March 04, 2019
ISLAMABAD - A state-of-the-art oil refinery and petrochemical complex, being established at Gwadar deep seaport city, has tremendous potential to capture markets in China and Central Asian landlocked states where fuel supply takes weeks to reach through other routes.
Under the China Pakistan Economic Corridor (CPEC), the fuel transportation to China via Pakistan would take just seven days as import through western China takes almost 40 days, an official source privy to the Petroleum sector developments told APP.
He said the mega oil facility was being constructed with around US $11 billion Saudi investment at the Gwadar deep seaport, an ultimate destination of the CPEC, would also help refine and store imported oil for onward transportation to China and develop fuel supply chain for the landlocked Central Asian states.
Besides, the official said the facility, having capacity to refine 200,000 to 300,000 barrels per day (bpd) oil, would help bring down the country’s oil import bill by US $ 1.2 billion annually.
Pakistan’s average annual oil consumption is a round 26 million tons (MT), out of which 13.5 MT was met through local production of eight existing oil refineries. “While, 50 per cent crude oil is imported to meet the energy needs.”
Answering a question, he said soon after singing the Memorandum of Understanding (MoU) for the refinery and petrochemical complex, Pakistan and Saudi Arabia agreed to establish a Joint Working Group (JWG) to ensure timely and smooth execution of the multi billion dollars project.

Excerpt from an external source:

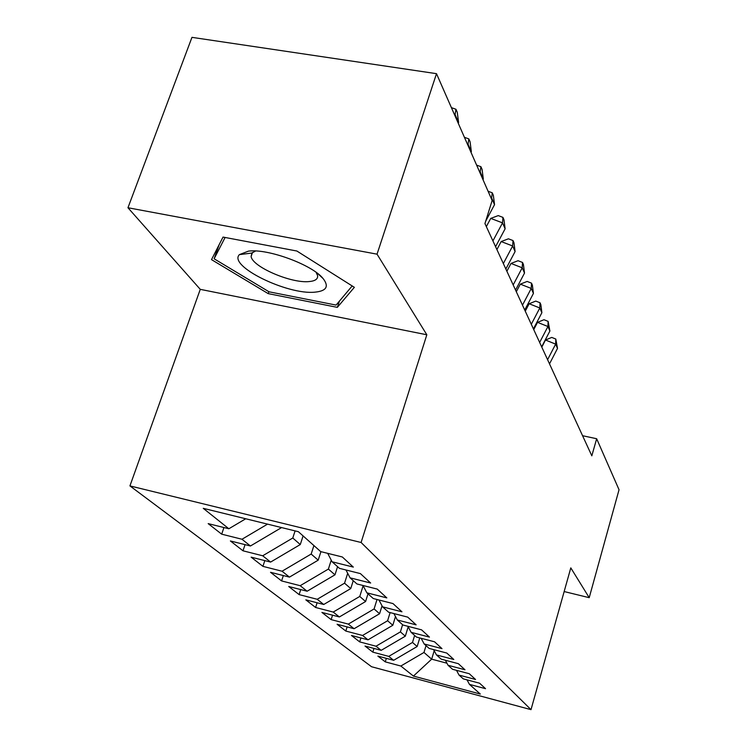<?xml version="1.0" encoding="UTF-8"?>
<svg xmlns="http://www.w3.org/2000/svg" width="747" height="747" viewBox="0 0 747 747"><rect width="100%" height="100%" fill="white"/><g stroke="black" fill="none" stroke-linecap="round" stroke-linejoin="round"><path stroke-width="1.12" d="M129.931 485.905L371.558 666.735L531.005 709.65L361.1 542.49L129.931 485.905L200.271 289.35L426.826 334.777L377.039 254.167L127.961 207.75L200.271 289.35M127.961 207.75L191.96 37.35L436.5 73.673L377.039 254.167M434.194 650.702L431.663 659.162L413.427 676.082L480.293 694.047L469.461 684.383L485.541 688.678L479.602 683.216L463.28 678.864L459.05 675.092L475.54 679.481L469.275 673.719L452.533 669.275L448.069 665.288L464.979 669.77L458.35 663.681L441.188 659.143L436.463 654.932L453.812 659.498L446.799 653.055L429.17 648.433L424.175 643.97L441.991 648.629L434.558 641.794L416.452 637.07L411.139 632.336L429.45 637.098L421.56 629.842L402.941 625.015L397.301 619.982L416.135 624.847L407.731 617.125L388.571 612.195L382.567 606.835L401.951 611.812L392.997 603.576L373.267 598.534L366.861 592.819L386.825 597.899L377.254 589.094L356.917 583.949L350.072 577.833L370.652 583.024L360.399 573.603L339.427 568.336L332.079 561.781L353.322 567.094L342.322 556.973L320.668 551.594L298.38 531.705L203.259 508.333L228.853 528.764L208.17 523.619L221.682 534.17L241.991 539.25L250.441 545.992L230.384 540.959L242.99 550.8L262.701 555.777L270.601 562.08L251.123 557.15L262.916 566.357L282.058 571.222L289.453 577.123L270.526 572.295L281.582 580.923L300.191 585.695L307.129 591.232L288.725 586.498L299.108 594.603L317.214 599.281L323.731 604.491L305.822 599.85L315.598 607.479L333.218 612.064L339.362 616.966L321.92 612.419L331.136 619.608L348.307 624.1L354.097 628.722L337.112 624.268L345.805 631.056L362.547 635.464L368.019 639.834L351.454 635.464L359.68 641.888L376.002 646.211L381.185 650.348L365.022 646.052L372.818 652.14L388.748 656.38L393.66 660.301L377.879 656.09L385.275 661.87L386.358 658.35M413.427 676.082L400.84 666.025L385.275 661.87M436.5 73.673L492.142 200.504L484.943 223.577L591.829 455.829L596.657 438.732L582.576 435.716M419.758 637.938L417.162 646.519L412.503 642.448L414.622 635.445M393.66 660.301L417.162 646.519M388.748 656.38L412.503 642.448M469.461 684.383L467.015 679.863M408.179 626.77L405.313 636.183L400.401 631.887L402.596 624.707M381.185 650.348L405.313 636.183M376.002 646.211L400.401 631.887M459.05 675.092L456.482 670.32M395.49 616.564L392.81 625.276L387.609 620.738L390.121 612.596M368.019 639.834L392.81 625.276M362.547 635.464L387.609 620.738M448.069 665.288L445.361 660.245M382.044 605.836L379.588 613.745L374.088 608.945L377.03 599.496M354.097 628.722L379.588 613.745M348.307 624.1L374.088 608.945M436.463 654.932L433.596 649.591M368 593.837L365.591 601.531L359.765 596.442L363.126 585.723M339.362 616.966L365.591 601.531M333.218 612.064L359.765 596.442M424.175 643.97L421.149 638.293M353.247 580.671L350.754 588.58L344.554 583.183L347.691 573.285M323.731 604.491L350.754 588.58M317.214 599.281L344.554 583.183M411.139 632.336L407.937 626.313M337.579 566.684L334.973 574.826L328.391 569.074L331.238 560.166M307.129 591.232L334.973 574.826M300.191 585.695L328.391 569.074M397.301 619.982L393.902 613.567M320.939 551.659L318.185 560.175L311.163 554.05L313.917 545.562M289.453 577.123L318.185 560.175M282.058 571.222L311.163 554.05M382.567 606.835L378.953 599.99M303.095 535.916L300.275 544.554L292.777 538.008L295.102 530.902M270.601 562.08L300.275 544.554M262.701 555.777L292.777 538.008M366.861 592.819L363.005 585.489M281.255 527.494L280.527 527.317M250.441 545.992L281.133 527.849M241.991 539.25L267.547 524.133M350.072 577.833L345.964 569.98M228.853 528.764L245.735 518.773M332.079 561.781L327.69 553.34M564.153 591.549L589.215 597.684L619.039 489.733L596.657 438.732M426.826 334.777L361.1 542.49M589.215 597.684L570.801 567.879L531.005 709.65M426.033 645.623L423.979 652.458L431.663 659.162L446.949 663.205M400.84 666.025L423.979 652.458M337.336 307.362L354.358 287.324L296.867 251.02L223.026 237.079L211.513 259.629L268.201 293.627L337.336 307.362L339.418 301.125M221.682 534.17L223.932 527.541M242.99 550.8L245.063 544.647M262.916 566.357L264.812 560.614M281.582 580.923L283.337 575.563M299.108 594.603L300.733 589.588M315.598 607.479L317.111 602.773M331.136 619.608L332.546 615.183M345.805 631.056L347.122 626.892M359.68 641.888L360.904 637.957M372.818 652.14L373.967 648.424M268.873 291.694L268.201 293.627M458.247 123.246L458.611 122.592L455.287 115.01L454.512 114.73M454.923 115.673L455.95 109.267L457.276 112.311L458.611 122.592M451.403 107.643L455.95 109.267M471.012 152.332L471.357 151.697L468.248 144.591L467.491 144.32M467.902 145.235L468.836 138.905L470.078 141.771L471.357 151.697M464.419 137.308L468.836 138.905M482.982 179.607L483.309 178.991L480.396 172.324L479.667 172.053M480.06 172.949L480.909 166.702L482.076 169.392L483.309 178.991M476.623 165.124L480.909 166.702M315.057 292.142C326.495 290.994 329.194 286.493 323.162 278.631C312.535 264.886 267.884 248.377 248.443 251.132L239.395 254.624C227.788 266.007 287.679 295.214 315.057 292.142M255.595 250.992L251.926 253.037L251.104 256.482C252.346 266.875 291.405 283.608 309.165 281.563C315.281 281.012 318.082 278.995 317.587 275.522L316.065 272.3M219.198 244.568L214.118 258.789L225.099 237.471M352.192 285.952L336.075 305.084L269.032 291.797L214.118 258.789M485.699 221.149L494.542 204.641L491.806 198.375L491.087 198.104M491.479 198.982L492.254 192.81L493.356 195.34L494.542 204.641M488.09 191.251L492.254 192.81M495.578 246.697L505.121 228.778L502.535 222.877L490.732 218.395L486.334 226.602M492.917 240.907L502.535 222.877L502.936 217.386L503.973 219.767L505.121 228.778M490.732 218.395L498.23 215.603L502.936 217.386M505.85 269.013L515.094 251.552L512.657 245.978L501.162 241.561L496.904 249.563M503.338 263.551L512.657 245.978L513.002 240.562L513.983 242.803L515.094 251.552M501.162 241.561L508.418 238.807L513.002 240.562M515.551 290.088L524.515 273.066L522.209 267.8L511.013 263.439L506.877 271.245M513.18 284.924L522.209 267.8L522.517 262.449L523.442 264.569L524.515 273.066M511.013 263.439L518.044 260.712L522.517 262.449M524.73 310.024L533.433 293.412L531.248 288.435L520.332 284.14L516.317 291.75M522.48 305.14L531.248 288.435L531.519 283.15L532.387 285.158L533.433 293.412M520.332 284.14L527.158 281.442L531.519 283.15M533.423 328.913L541.883 312.704L539.81 307.979L529.156 303.74L525.262 311.182M531.294 324.291L539.81 307.979L540.034 302.768L540.865 304.673L541.883 312.704M529.156 303.74L535.786 301.088L540.034 302.768M541.668 346.841L549.895 331.005L547.934 326.514L537.532 322.349L533.741 329.614M539.651 342.443L547.934 326.514L548.121 321.378L549.895 331.005M537.532 322.349L543.975 319.716L548.121 321.378M549.512 363.873L557.514 348.391L555.647 344.124L545.478 340.016L541.799 347.112M547.588 359.69L555.647 344.124L555.805 339.054L557.514 348.391M545.478 340.016L551.753 337.42L555.805 339.054M317.792 273.607L323.162 278.631M252.514 252.477L251.104 256.482M251.926 253.037L239.395 254.624"/></g></svg>

The official said the JWG would hold regular interaction to exchange information needed for carrying out feasibility studies of the project on a fast track.
Saudi Arabia, he said, was keen to set up the facilities at the earliest, which was reflected by four visits of Saudi technical teams and Energy Minister to Pakistan to inspect the project site and discuss other modalities, prior to signing of the MoU.
Replying to another question, the official said the government was making all-out efforts to upgrade existing oil refineries and establish new deep conversion facilities to achieve self-sufficiency in this sector.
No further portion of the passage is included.